Clinical preceptors assume the role of the teacher during the clinical training period. The majority are university instructors, but some are practitioners on the training site and serve as adjunct preceptors; all have to teach in the uncontrolled environment of the clinical practice setting, adding to the complexity of the task [9]. They would function as a learning asset for trainees, guiding their learning by assessing their knowledge and clinical background experience at the beginning of their training experience. They would discuss their strengths and weaknesses, provide an orientation at the practice site, develop a generalized and individualized training plan, meet regularly with the trainees, review their progress, and discuss topics that can feed into developing required clinical skills. Clinical preceptors would also expose trainees to a full range of professional services, stimulating and challenging them to judge, acquire, and justify evidence-based decisions, and provide supportive and developmental feedback during the trainee learning experience. Unlike a classroom environment where the learning can be tailored to fit the learning process, the clinical practice has no borders of control, which can be very challenging for trainees. In these unacquainted surroundings, trainees look to the preceptor to seek guidance. This is why it is essential to set clear boundaries at the beginning of the training and reevaluate them as trainees progress in their experience where they would have gained confidence and acquired the required skills. Accordingly, the time and effort invested in orientation and practical education would translate into faster integration and a higher contribution of trainees to their workplace [6, 9].

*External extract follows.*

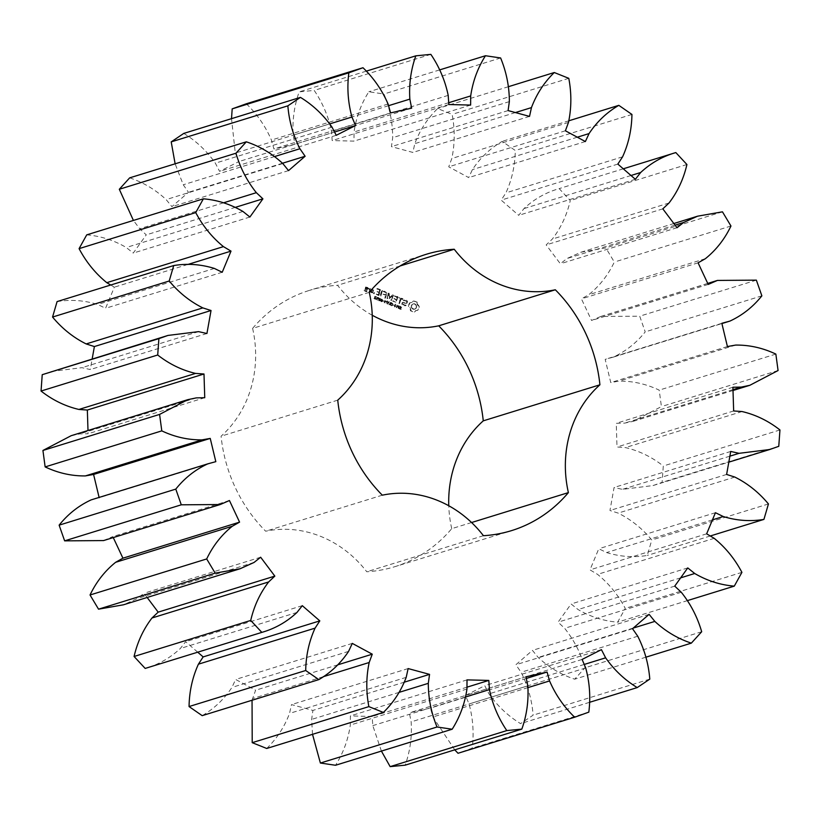 <?xml version="1.0" encoding="UTF-8"?>
<svg xmlns="http://www.w3.org/2000/svg" width="821" height="821" viewBox="0 0 821 821"><rect width="100%" height="100%" fill="white"/><g stroke="black" fill="none" stroke-linecap="round" stroke-linejoin="round"><path stroke-width="0.62" stroke-dasharray="4.11 3.08" d="M57.08 301.594C70.709 299.357 84.255 300.312 97.73 304.478L105.57 308.296L114.355 287.176L110.732 285.01M214.384 268.436L97.73 304.478M86.718 234.868C100.644 236.017 113.832 240.225 126.28 247.501L133.248 253.084L146.251 234.878L139.703 228.72L133.413 220.439M129.667 177.859C143.193 182.344 155.354 189.589 166.16 199.595L171.897 206.656L188.471 192.299L183.257 184.776L175.13 163.81M183.781 133.413C196.219 141.007 206.738 150.92 215.369 163.174L219.587 171.363L238.901 161.563L235.299 153.065L231.512 118.665M246.331 103.774C257.065 114.088 265.429 126.188 271.433 140.063L273.916 148.96L295.006 144.209L293.189 135.167C292.255 120.143 294.246 105.714 299.172 91.88L314.197 90.413C322.674 102.933 328.462 116.603 331.551 131.411L332.187 140.576L353.984 141.12L354.046 131.976C356.201 117.3 361.127 103.898 368.824 91.778L383.961 94.005C389.77 108.115 392.684 122.657 392.695 137.661L391.443 146.631L412.871 152.439L414.8 143.654C419.931 130.057 427.546 118.357 437.644 108.567L452.135 114.376C454.978 129.349 454.875 144.055 451.817 158.494L448.738 166.817L468.709 177.603L472.414 169.619C480.275 157.776 490.199 148.365 502.165 141.386L515.29 150.5C515.034 165.596 511.914 179.717 505.931 192.863L501.19 200.129L518.708 215.338L524.003 208.565C534.194 199.072 545.924 192.432 559.173 188.614L570.277 200.56C566.921 215.02 560.948 227.858 552.348 239.055L546.17 244.894L560.353 263.777L566.972 258.533L580.94 252.232L605.806 247.87L614.313 262.053C608.043 275.158 599.515 286.057 588.719 294.739L581.422 298.865L591.561 320.477L600.787 316.465L639.713 316.188L645.214 331.889C636.337 342.983 625.674 351.398 613.236 357.145L605.18 359.341L610.762 382.586L618.993 381.129C632.775 380.965 646.178 383.971 659.201 390.129L661.418 406.58L633.196 421.337L624.658 423.123L616.253 423.287L617.002 447.004L625.428 447.589C639.066 450.78 651.689 456.917 663.296 466L662.116 482.368L653.034 485.56L622.41 489.367L614.077 487.489L609.962 510.498L618.162 513.104C630.98 519.477 642.196 528.447 651.792 539.992L647.276 555.448C633.638 557.695 620.091 556.73 606.616 552.564L598.776 548.746L589.991 569.877L597.555 574.372C608.915 583.608 618.151 594.958 625.263 608.402L617.628 622.174C603.702 621.025 590.515 616.817 578.066 609.541L571.108 603.969L558.095 622.164L564.653 628.322C573.971 639.97 580.765 653.126 585.034 667.781L574.679 679.183C561.164 674.708 548.992 667.452 538.186 657.447L532.46 650.386L515.875 664.743L521.089 672.266C527.903 685.73 531.926 700.026 533.137 715.163L520.565 723.629C508.137 716.035 497.608 706.122 488.988 693.868L484.77 685.689L465.445 695.479L469.058 703.977C473.029 718.58 474.066 733.317 472.167 748.177L458.015 753.268M613.359 357.104L721.895 323.566L613.359 357.104M454.752 749.84L432.913 716.979L430.43 708.092L409.34 712.833L411.157 721.875C412.091 736.899 410.1 751.328 405.174 765.162M381.406 751.082L372.806 725.631L372.17 716.476L350.362 715.922L350.31 725.066C348.155 739.752 343.229 753.144 335.522 765.264M312.514 734.323L311.652 719.391L312.904 710.422L291.476 704.603L289.546 713.398C284.415 726.996 276.8 738.684 266.712 748.475M252.047 700.241L255.608 690.225L235.637 679.449L231.933 687.434C224.071 699.266 214.158 708.677 202.182 715.655M197.717 652.192L185.638 641.704L180.343 648.487C170.152 657.97 158.432 664.62 145.173 668.427M147.154 597.472L143.993 593.265L137.374 598.509L123.407 604.81M113.267 537.581L112.785 536.575L103.559 540.577M91.11 499.897L99.105 497.434M71.16 435.705L79.688 433.919L88.093 433.755L87.991 430.502M51.313 371.482L81.936 367.675L90.269 369.553L92.188 358.849M372.231 315.243A111.584 100.798 -107.2 0 1 337.575 285.298A144.599 130.621 -107.2 0 0 309.486 290.367L426.14 254.325M369.265 292.348L252.611 328.39A144.599 130.621 -107.2 0 1 309.486 290.367M252.611 328.39A111.584 100.798 -107.2 0 1 221.085 436.197A144.599 130.621 -107.2 0 0 265.665 531.218A111.584 100.798 -107.2 0 1 366.771 571.755A144.599 130.621 -107.2 0 0 394.86 566.675L511.514 530.633M471.572 522.525L451.735 528.652A144.599 130.621 -107.2 0 1 394.86 566.675M451.735 528.652A111.584 100.798 -107.2 0 1 448.769 505.757M416.863 302.385L417.325 304.735L418.823 306.561L418.597 308.552L417.725 310.297L415.59 310.666L414 312.185L410.49 310.79L410.028 308.439L408.54 306.613L408.755 304.612L409.628 302.877L411.762 302.508L413.363 300.979L417.325 302.241L417.797 304.591L419.285 306.418L419.059 308.409L418.197 310.153L416.062 310.523L414.461 312.042L410.962 310.636L410.5 308.296L409.002 306.469L409.227 304.468L410.09 302.733L412.234 302.364L413.825 300.835L417.325 302.241M399.355 307.618L399.437 308.983L400.833 309.373L399.417 308.193L401.048 307.988L401.243 306.931L399.704 306.284L401.007 307.413L399.355 307.618L399.909 308.84L401.305 309.23L399.889 308.049L401.51 307.844L401.705 306.777L400.176 306.13L401.469 307.27L399.355 307.618M399.581 307.967L400.33 307.793L399.581 307.967M400.474 308.049L401.51 307.844L400.474 308.049M399.611 306.705L400.515 306.5L399.611 306.705M397.436 305.689L398.339 308.552L399.109 305.894L397.436 305.689L398.801 308.409L399.581 305.751L397.436 305.689M395.147 304.304L394.367 306.962L396.656 305.227L396.276 307.721L397.046 305.063L394.829 306.602L395.147 304.304L395.25 306.982L397.128 305.084L396.738 307.577L397.518 304.919L395.291 306.459L395.619 304.16M393.136 304.981L394.552 305.576L393.598 304.837M390.468 303.903L390.129 305.043L392.017 305.699L392.633 303.647L391.781 302.898L390.683 303.185L391.75 303.226L392.346 304.653L391.853 305.35L390.509 305.002L390.704 304.345L391.371 304.612L390.929 303.76L390.601 304.899L392.489 305.556L393.095 303.503L391.268 302.621L392.797 303.637L392.325 305.207L390.981 304.858L391.935 304.16L390.929 303.76M391.535 305.792L392.489 305.556L391.535 305.792M391.853 305.35L391.073 305.361L391.853 305.35M407.052 301.594L406.559 303.277L402.772 303.195L403.183 304.909L405.389 305.125L405.523 305.802L402.824 305.474L401.797 304.201L402.3 302.497L406.087 302.58L405.666 300.866L403.101 300.373L404.661 299.737L407.524 301.451L407.031 303.134L403.234 303.052L403.655 304.765L406.231 305.258L404.691 305.894L402.269 304.057L402.762 302.354L406.559 302.436L406.816 301.564L405.081 300.301L403.942 300.507L403.799 299.829L406.477 300.137L407.524 301.451M402.269 299.491L400.761 298.895L398.955 303.924L400.155 298.649L398.452 297.602L402.731 299.347L401.223 298.741L399.417 303.78L400.627 298.505L398.914 297.459L402.926 298.711L402.731 299.347M397.446 296.843L396.133 302.446L392.51 300.989L395.619 301.882L396.194 299.932L393.875 298.649L396.379 299.296L396.943 297.366L394.018 295.827L397.908 296.699L396.215 302.497L392.982 300.845L396.091 301.738L396.656 299.788L394.337 298.505L396.851 299.152L397.415 297.212L394.49 295.683L397.908 296.699M387.697 301.317L387.245 304.109L388.785 302.261L389.021 304.817L390.457 302.426L388.949 304.283L388.744 301.738L387.574 303.76L387.84 301.05L387.717 303.965L389.257 302.118L389.482 304.673L390.919 302.282L389.411 304.139L389.205 301.594L388.035 303.616L388.169 301.174M384.977 300.229L384.197 302.887L384.916 301.718L386.157 302.21L386.106 303.647L386.886 300.989L386.25 301.902L385.008 301.399L384.977 300.229L384.669 302.744L385.377 301.574L386.619 302.066L386.578 303.503L387.348 300.845L386.712 301.759L385.47 301.256L385.449 300.086M382.955 300.907L384.372 301.502L383.417 300.763M381.252 299.06L380.646 301.143L381.96 301.666L382.473 300.712L382.565 299.583L381.724 298.916L381.118 300.999L382.422 301.523L383.027 299.439L381.252 299.06M381.201 301.738L382.422 301.523L381.201 301.738M379.076 298.187L378.471 300.27L379.784 300.794L380.287 299.839L380.39 298.711L379.548 298.044L378.943 300.127L380.246 300.65L380.852 298.567L379.076 298.187M379.025 300.866L380.246 300.65L379.025 300.866M376.695 297.541L376.408 299.347L377.516 300.219L376.685 298.587L377.793 299.07L378.235 297.746L376.695 297.541L376.88 299.203L377.988 300.076L377.147 298.444L378.265 298.926L378.697 297.602L377.157 297.397M373.914 298.423L375.505 299.398L374.838 296.935L376.192 296.833L374.879 296.34L374.489 297.376L375.248 298.957L373.914 298.423L375.977 299.255L375.31 296.792L376.654 296.689L374.971 296.648L375.72 298.813L374.376 298.28M375.536 296.381L374.879 296.34L375.536 296.381M388.631 293.487L390.006 297.5L389.103 293.343L388.425 293.23L389.103 293.343M389.534 297.643L392.407 295.006L392.931 295.396L391.432 300.537L390.827 300.291L391.986 296.33L389.257 298.598L388.292 294.842L386.722 299.018L388.425 293.23M383.571 291.281L386.783 292.923L384.875 298.28L385.326 295.591L383.007 294.287L385.521 294.944L386.086 293.005L383.161 291.476L384.033 291.137L387.245 292.779L385.347 298.136L385.798 295.447L383.479 294.144L385.983 294.801L386.547 292.861L383.848 291.783L384.033 291.137M382.011 290.655L380.708 296.237L380.102 295.991L381.611 290.87L382.473 290.511L380.78 296.309L382.473 290.511M377.096 288.684L380.308 290.336L378.799 295.498L375.176 294.041L378.286 294.934L378.861 292.984L376.541 291.701L379.045 292.348L379.61 290.408L376.685 288.879L377.557 288.54L380.575 289.751L378.881 295.55L375.649 293.897L378.758 294.79L379.323 292.84L377.003 291.558L379.518 292.204L380.082 290.265L377.373 289.187L377.557 288.54M374.037 292.728L373.422 293.497L374.119 293.785L374.499 292.584L373.832 292.923L374.581 293.641L374.499 292.584M370.025 291.978L370.784 289.382L372.95 289.895L372.395 292.933L370.025 291.978L371.636 289.043L373.617 290.182L372.857 292.789L370.487 291.835M370.025 288.725L369.091 291.948L369.255 290.213L367.746 288.612L368.937 288.294L369.512 289.351L370.497 288.582L369.553 291.804L369.727 290.07L368.219 288.458L369.409 288.15L369.973 289.208L370.497 288.582M367.367 287.658L367.1 289.69L365.242 289.29L364.873 290.552L366.515 290.572L366.166 291.773L364.175 290.624L365.201 287.145L368.034 287.945L367.572 289.546L365.714 289.146L365.345 290.408L367.182 290.86L366.628 291.629L364.647 290.48L365.663 287.001L367.829 287.514M222.224 272.254L105.57 308.296M206.923 333.511L90.269 369.553M187.65 264.526L114.355 287.176M198.59 331.633L81.936 367.675M242.934 211.459L126.28 247.501M249.892 217.031L133.248 253.084M204.747 397.713L88.093 433.755M235.565 207.282L146.251 234.878M196.342 397.877L79.688 433.919M223.497 202.828L139.703 228.72M282.814 163.553L166.16 199.595M288.54 170.614L171.897 206.656M215.82 461.659L99.167 497.7M282.527 163.235L188.471 192.299M274.737 156.513L183.257 184.776M221.824 503.961L105.17 540.013M332.012 127.132L215.369 163.174M229.439 500.523L112.785 536.575M336.23 135.311L219.587 171.363M334.527 132.017L238.901 161.563M329.878 123.838L235.299 153.065M254.028 562.467L137.374 598.509M388.087 104.021L271.433 140.063M260.647 557.223L143.993 593.265M390.57 112.908L273.916 148.96M411.66 108.167L295.006 144.209M388.549 105.693L293.189 135.167M366.248 71.16L299.172 91.88M430.851 54.371L314.197 90.413M296.997 612.435L180.343 648.487M448.194 95.369L331.551 131.411M302.292 605.662L185.638 641.704M448.83 104.524L332.187 140.576M470.638 105.078L353.984 141.12M448.707 102.717L354.046 131.976M439.594 69.918L368.824 91.778M500.615 57.963L383.961 94.005M348.586 651.381L231.933 687.434M509.348 101.609L392.695 137.661M352.291 643.397L235.637 679.449M508.096 110.578L391.443 146.631M337.872 664.805L255.608 690.225M529.524 116.397L412.871 152.439M323.248 676.709L252.529 698.558M515.403 112.569L414.8 143.654M508.486 86.677L437.644 108.567M568.789 78.334L452.135 114.376M406.2 677.346L289.546 713.398M568.471 122.442L451.817 158.494M408.129 668.561L291.476 704.603M565.392 130.775L448.738 166.817M404.537 682.107L312.904 710.422M585.363 141.551L468.709 177.603M399.18 692.339L311.652 719.391M577.307 137.21L472.414 169.619M568.953 120.759L502.165 141.386M631.944 114.447L515.29 150.5M466.954 689.024L350.31 725.066M622.585 156.821L505.931 192.863M467.016 679.88L350.362 715.922M617.844 164.087L501.19 200.129M466.975 687.177L372.17 716.476M635.362 179.296L518.708 215.338M465.753 696.916L372.806 725.631M630.99 175.499L524.003 208.565M623.283 168.808L559.173 188.614M686.92 164.518L570.277 200.56M527.811 685.833L411.157 721.875M669.002 203.013L552.348 239.055M525.994 676.791L409.34 712.833M662.824 208.852L546.17 244.894M526.323 678.454L430.43 708.092M677.007 227.735L560.353 263.777M528.047 687.588L432.913 716.979M675.057 225.139L566.972 258.533M722.459 211.828L605.806 247.87M588.811 712.135L472.167 748.177M730.967 226.011L614.313 262.053M585.701 667.935L469.058 703.977M705.372 258.697L588.719 294.739M582.099 659.437L465.445 695.479M698.076 262.823L581.422 298.865M601.413 649.637L484.77 685.689M708.215 284.425L591.561 320.477M584.224 664.446L488.988 693.868M707.764 283.481L599.176 317.039M589.488 702.335L520.565 723.629M756.367 280.146L639.713 316.188M649.791 679.121L533.137 715.163M761.867 295.847L645.214 331.889M637.743 636.224L521.089 672.266M632.529 628.701L515.875 664.743M721.833 323.3L605.18 359.341M649.103 614.344L532.46 650.386M727.416 346.544L610.762 382.586M633.258 628.075L538.186 657.447M735.647 345.077L618.993 381.129M645.87 657.19L574.679 679.183M775.855 354.087L659.201 390.129M701.688 631.739L585.034 667.781M778.072 370.538L661.418 406.58M681.297 592.28L564.653 628.322M732.979 389.647L624.658 423.123M674.749 586.122L558.095 622.164M732.907 387.245L616.253 423.287M687.752 567.916L571.108 603.969M733.656 410.962L617.002 447.004M680.66 577.851L578.066 609.541M742.081 411.547L625.428 447.589M687.588 600.562L617.628 622.174M779.95 429.958L663.296 466M741.917 572.36L625.263 608.402M778.77 446.316L662.116 482.368M714.208 538.33L597.555 574.372M729.89 456.158L622.41 489.367M706.645 533.824L589.991 569.877M730.731 451.447L614.077 487.489M715.43 512.704L598.776 548.746M726.616 474.446L609.962 510.498M712.443 519.867L606.616 552.564M734.816 477.063L618.162 513.104M710.268 535.99L647.276 555.448M768.446 503.95L651.792 539.992M483.425 535.703L366.771 571.755M382.309 495.176L265.665 531.218M337.739 400.155L221.085 436.197M400.084 265.973L337.575 285.298M392.407 295.006L390.006 297.5M388.025 293.415L388.897 293.087M392.879 294.862L393.403 295.252L391.494 300.599L392.448 296.186L389.729 298.454L388.754 294.698L387.594 298.67L386.989 298.423L388.487 293.271M414.903 303.852L412.963 303.924L411.711 305.463L412.501 308.45L414.389 309.209L416.093 308.347L416.678 306.336L415.785 304.437L413.897 303.678M398.062 306.048L399.16 305.925L398.852 306.982L397.59 306.192L399.16 305.925M381.416 300.855L381.888 299.244L382.709 299.952L382.042 301.338L380.954 300.999L381.642 299.244L382.268 299.727L381.97 301.03L380.954 300.999M382.268 301.184L381.58 301.481L382.268 301.184M379.24 299.983L379.928 298.228L380.554 298.711L380.092 300.312L378.768 300.127L379.743 298.403L379.795 300.158L378.768 300.127M380.092 300.312L379.405 300.609L380.092 300.312M377.27 298.023L377.876 297.356L378.419 298.218L376.798 298.167L377.876 297.356L377.619 298.741L378.296 298.475L377.219 298.187M372.919 290.265L371.759 289.803L371.184 291.753L372.354 292.225L372.919 290.265L371.759 289.803M367.336 288.027L366.176 287.566L365.899 288.51L367.069 288.971L367.336 288.027L366.176 287.566M411.732 304.683L411.711 305.463M411.249 305.607L411.608 306.551M411.147 306.695L411.896 307.588M411.424 307.731L412.501 308.45M412.039 308.593L413.384 309.035M412.922 309.178L414.389 309.209M413.928 309.353L415.323 308.963M414.862 309.107L416.093 308.347M415.621 308.491L416.575 307.413M416.103 307.557L416.678 306.336M416.216 306.479L416.401 305.299M415.929 305.443L415.785 304.437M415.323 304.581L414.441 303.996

Consequently, as the teaching occurs in an undetermined, modifiable, and original conditions, it is crucial to use a constant cognitive process of problem-solving and decision-making. It is also important to realize that what is taught is not necessarily the same as what the trainee acquires. Teaching should be a non-stop process of continuous interaction between the four elements of a learning experience: the teacher (preceptor), the learner (trainee), the subject, and the context [13].

Clinical preceptors have the responsibility to serve as a role model on how to support a professional development program. One of their duties is to lead the trainee by practical example, thus becoming a model and a mentor [13, 14]. Moreover, preceptors should direct trainees in some soft skills, including management, communication, collaboration, and leadership, and plan for increased inter-professional engagement during rotations [15, 16].

Finally, following the recommendations of the International Pharmaceutical Federation (FIP) and the World Health Organization (WHO), the pharmacist’s role should extend to research [15, 16]. In Lebanon, a study conducted by the OPL had revealed the readiness and willingness of Lebanese pharmacists to participate in research [17]. Therefore, preceptors should conduct and lead in research; all pharmacists, particularly those working in academia, should be interested in research to ensure their continuing education, update their knowledge, and generate new information to promote patient health. The modern pharmacist having major roles outside the clinical context [15, 16], the Lebanese pharmacist should be ready to become the “Nine Star Pharmacist”, with the appropriate professional attitude and ethical behaviors.

Conclusion

In conclusion, this framework, suggested to pharmacy program directors and preceptors, can be used for developmental purposes through self- or peer-evaluation processes, identifying gaps, and helping to fill the needs for a better workforce in academic and experiential pharmacy education. All the competencies described are expected to improve the experiential learning of pharmacy in Lebanon.